WHAT TO PRODUCE >> Using the listing below, keep only the lines with the word "Velocidad" and copy them.
+ + +
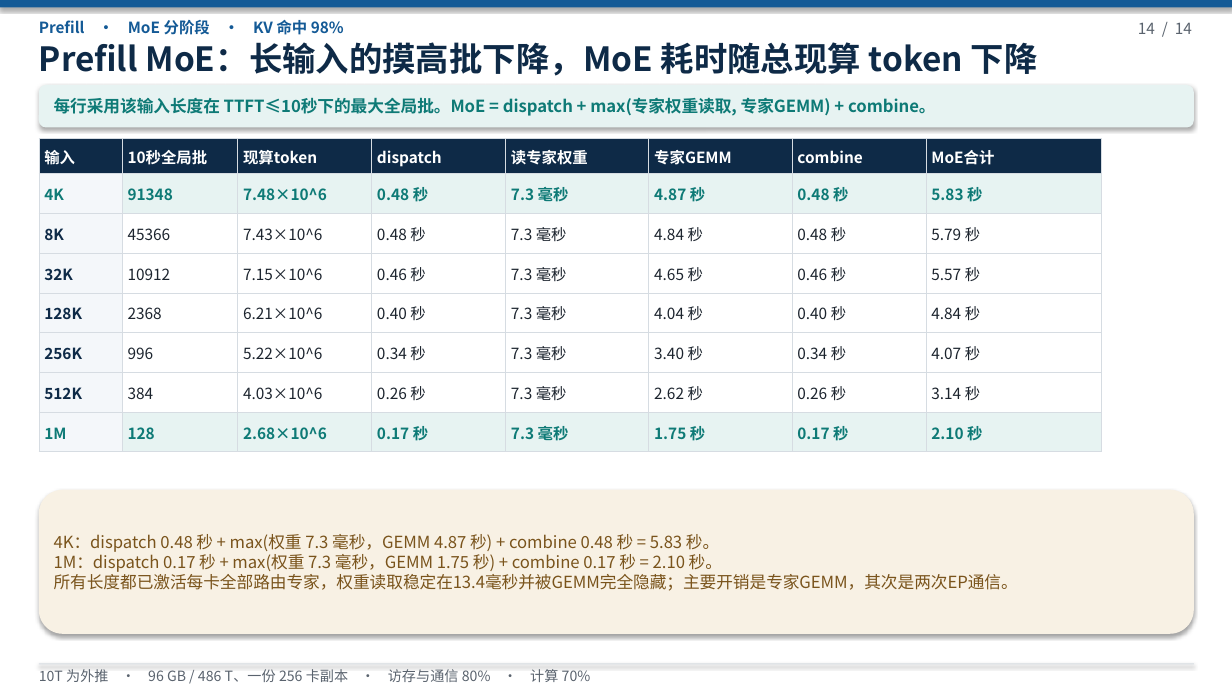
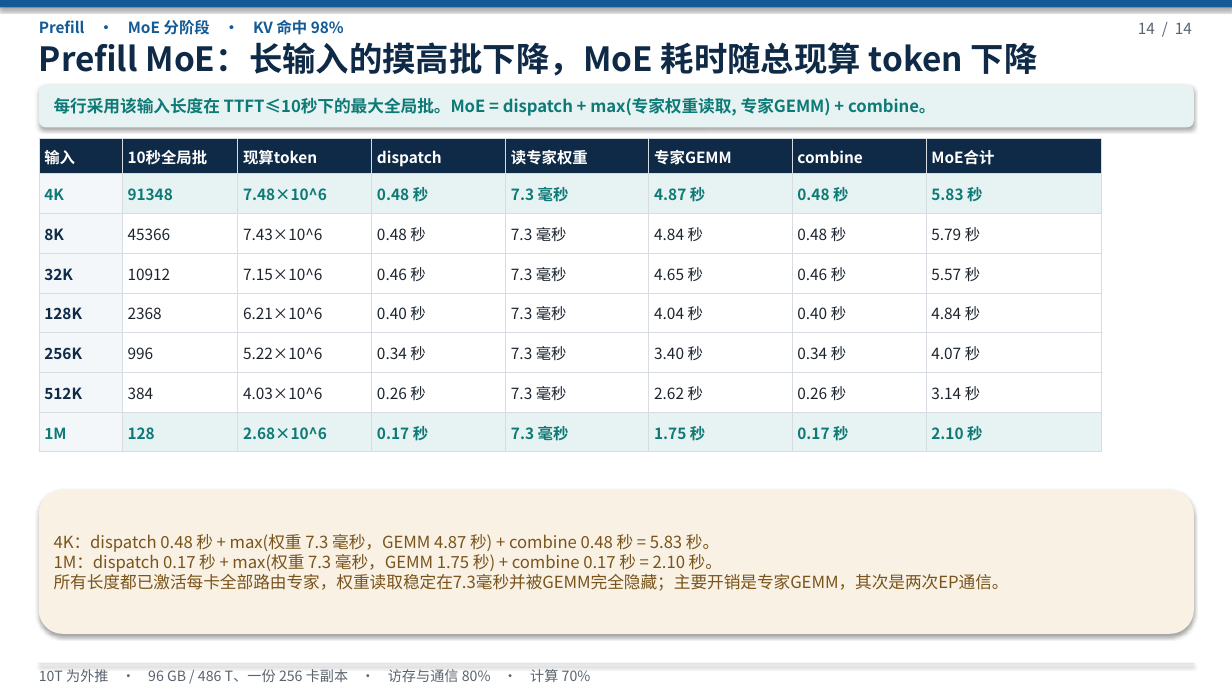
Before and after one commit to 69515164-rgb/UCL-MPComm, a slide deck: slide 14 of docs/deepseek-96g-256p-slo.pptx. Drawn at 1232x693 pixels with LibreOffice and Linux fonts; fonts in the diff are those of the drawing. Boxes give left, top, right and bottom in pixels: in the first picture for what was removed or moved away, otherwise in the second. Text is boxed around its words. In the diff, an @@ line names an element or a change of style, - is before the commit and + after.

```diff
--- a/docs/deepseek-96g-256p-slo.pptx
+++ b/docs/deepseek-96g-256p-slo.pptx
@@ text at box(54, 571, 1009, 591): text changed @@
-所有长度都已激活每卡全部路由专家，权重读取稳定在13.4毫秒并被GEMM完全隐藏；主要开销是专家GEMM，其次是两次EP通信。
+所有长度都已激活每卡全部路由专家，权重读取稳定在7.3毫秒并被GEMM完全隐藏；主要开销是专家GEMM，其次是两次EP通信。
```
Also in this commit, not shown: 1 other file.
+ + +
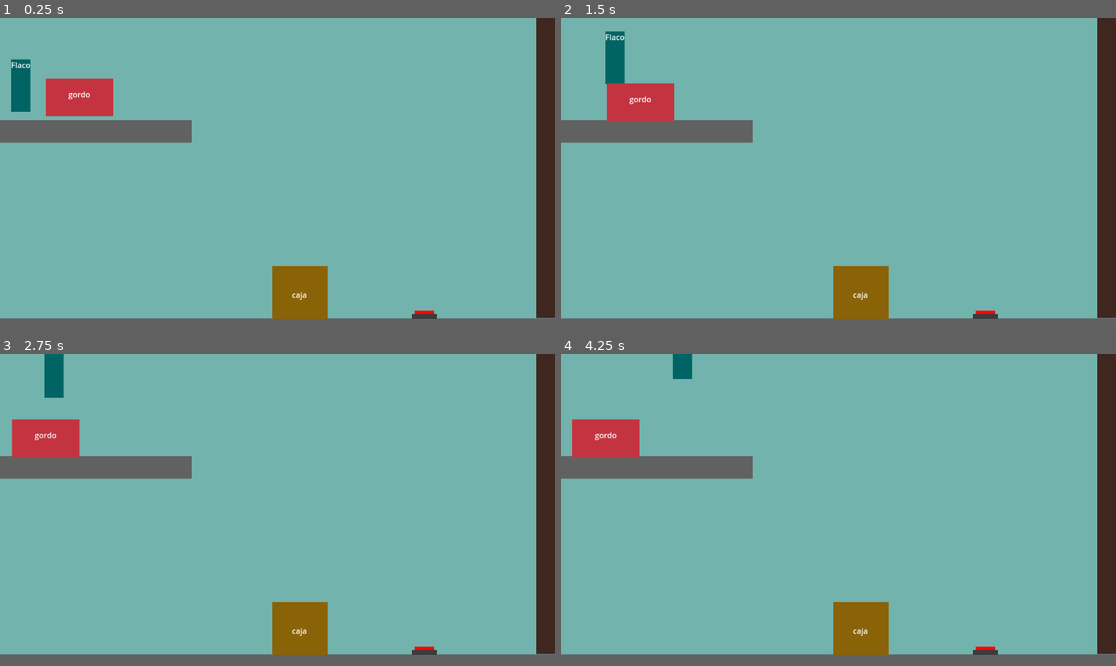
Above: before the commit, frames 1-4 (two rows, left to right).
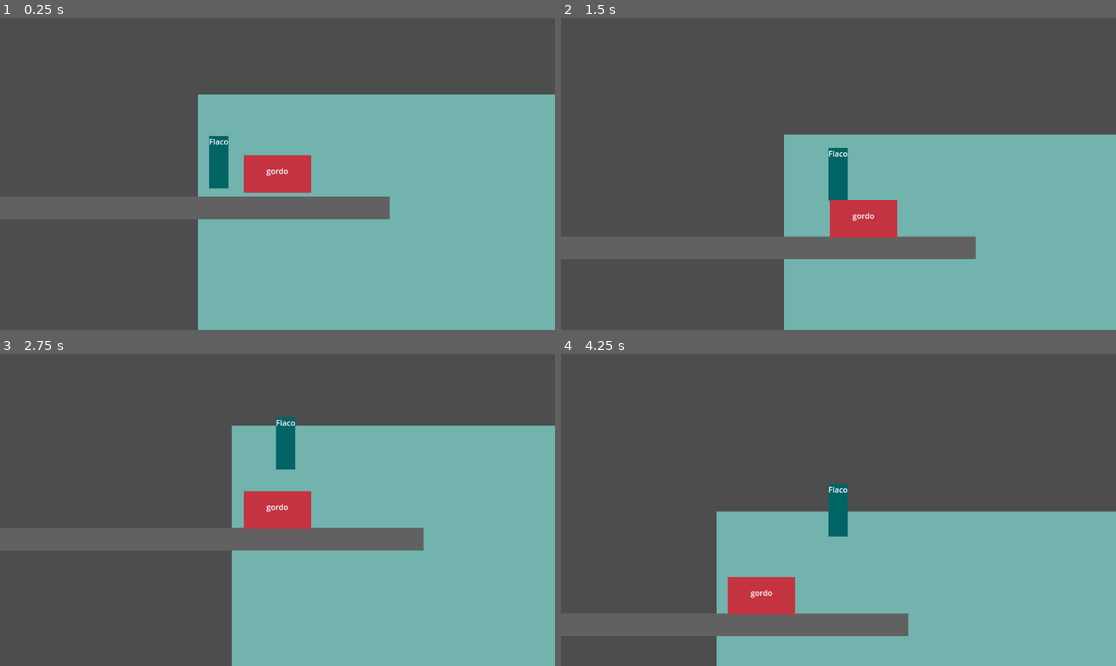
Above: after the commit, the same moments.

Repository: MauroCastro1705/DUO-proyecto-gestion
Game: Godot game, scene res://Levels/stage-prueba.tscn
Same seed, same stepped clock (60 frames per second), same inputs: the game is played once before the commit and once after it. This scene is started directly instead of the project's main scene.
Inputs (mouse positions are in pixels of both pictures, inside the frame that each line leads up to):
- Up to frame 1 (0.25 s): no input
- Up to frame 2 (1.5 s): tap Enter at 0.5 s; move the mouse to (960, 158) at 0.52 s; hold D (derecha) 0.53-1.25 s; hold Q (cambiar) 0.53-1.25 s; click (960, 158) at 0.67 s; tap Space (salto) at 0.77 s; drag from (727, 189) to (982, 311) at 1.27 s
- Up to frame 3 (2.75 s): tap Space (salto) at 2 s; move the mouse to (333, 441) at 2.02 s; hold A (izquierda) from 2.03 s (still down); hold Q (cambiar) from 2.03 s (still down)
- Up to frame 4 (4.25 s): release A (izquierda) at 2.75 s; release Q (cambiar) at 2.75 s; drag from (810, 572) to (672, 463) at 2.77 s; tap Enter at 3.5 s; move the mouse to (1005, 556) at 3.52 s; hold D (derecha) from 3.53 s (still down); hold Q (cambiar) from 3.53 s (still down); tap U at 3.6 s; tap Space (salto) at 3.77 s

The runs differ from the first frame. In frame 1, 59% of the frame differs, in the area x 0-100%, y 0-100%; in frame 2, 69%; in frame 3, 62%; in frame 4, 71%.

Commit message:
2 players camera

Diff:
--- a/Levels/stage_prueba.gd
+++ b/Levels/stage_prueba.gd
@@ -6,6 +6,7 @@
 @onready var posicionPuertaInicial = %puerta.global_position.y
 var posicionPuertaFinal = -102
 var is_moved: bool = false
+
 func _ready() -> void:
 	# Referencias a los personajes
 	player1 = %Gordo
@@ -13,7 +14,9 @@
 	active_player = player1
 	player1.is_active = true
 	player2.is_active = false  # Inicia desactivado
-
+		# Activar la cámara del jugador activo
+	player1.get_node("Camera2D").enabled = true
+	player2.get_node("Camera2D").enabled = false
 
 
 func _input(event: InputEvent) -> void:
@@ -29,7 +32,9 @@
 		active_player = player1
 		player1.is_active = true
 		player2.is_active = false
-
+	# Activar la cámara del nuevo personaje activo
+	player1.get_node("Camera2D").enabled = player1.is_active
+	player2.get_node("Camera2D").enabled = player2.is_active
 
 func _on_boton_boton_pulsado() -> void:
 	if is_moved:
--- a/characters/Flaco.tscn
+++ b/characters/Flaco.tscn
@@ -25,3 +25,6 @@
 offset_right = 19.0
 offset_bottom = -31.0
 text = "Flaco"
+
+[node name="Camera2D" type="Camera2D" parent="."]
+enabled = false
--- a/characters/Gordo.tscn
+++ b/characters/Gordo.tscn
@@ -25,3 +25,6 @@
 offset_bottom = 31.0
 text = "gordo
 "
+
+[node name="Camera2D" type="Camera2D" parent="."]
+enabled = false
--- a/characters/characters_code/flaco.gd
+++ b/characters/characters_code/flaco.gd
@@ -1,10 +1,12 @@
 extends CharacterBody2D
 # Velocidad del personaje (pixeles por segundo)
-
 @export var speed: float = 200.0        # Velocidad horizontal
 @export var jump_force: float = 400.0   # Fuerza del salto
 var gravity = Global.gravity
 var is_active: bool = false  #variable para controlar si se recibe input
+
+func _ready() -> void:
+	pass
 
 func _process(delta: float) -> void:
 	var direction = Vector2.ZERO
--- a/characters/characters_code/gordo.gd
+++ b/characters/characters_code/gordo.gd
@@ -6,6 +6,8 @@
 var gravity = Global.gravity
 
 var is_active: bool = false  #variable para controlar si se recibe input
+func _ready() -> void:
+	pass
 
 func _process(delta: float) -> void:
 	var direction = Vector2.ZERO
+ + +
RESPONSE TO THIS TASK >>
 # Velocidad del personaje (pixeles por segundo)
 @export var speed: float = 200.0        # Velocidad horizontal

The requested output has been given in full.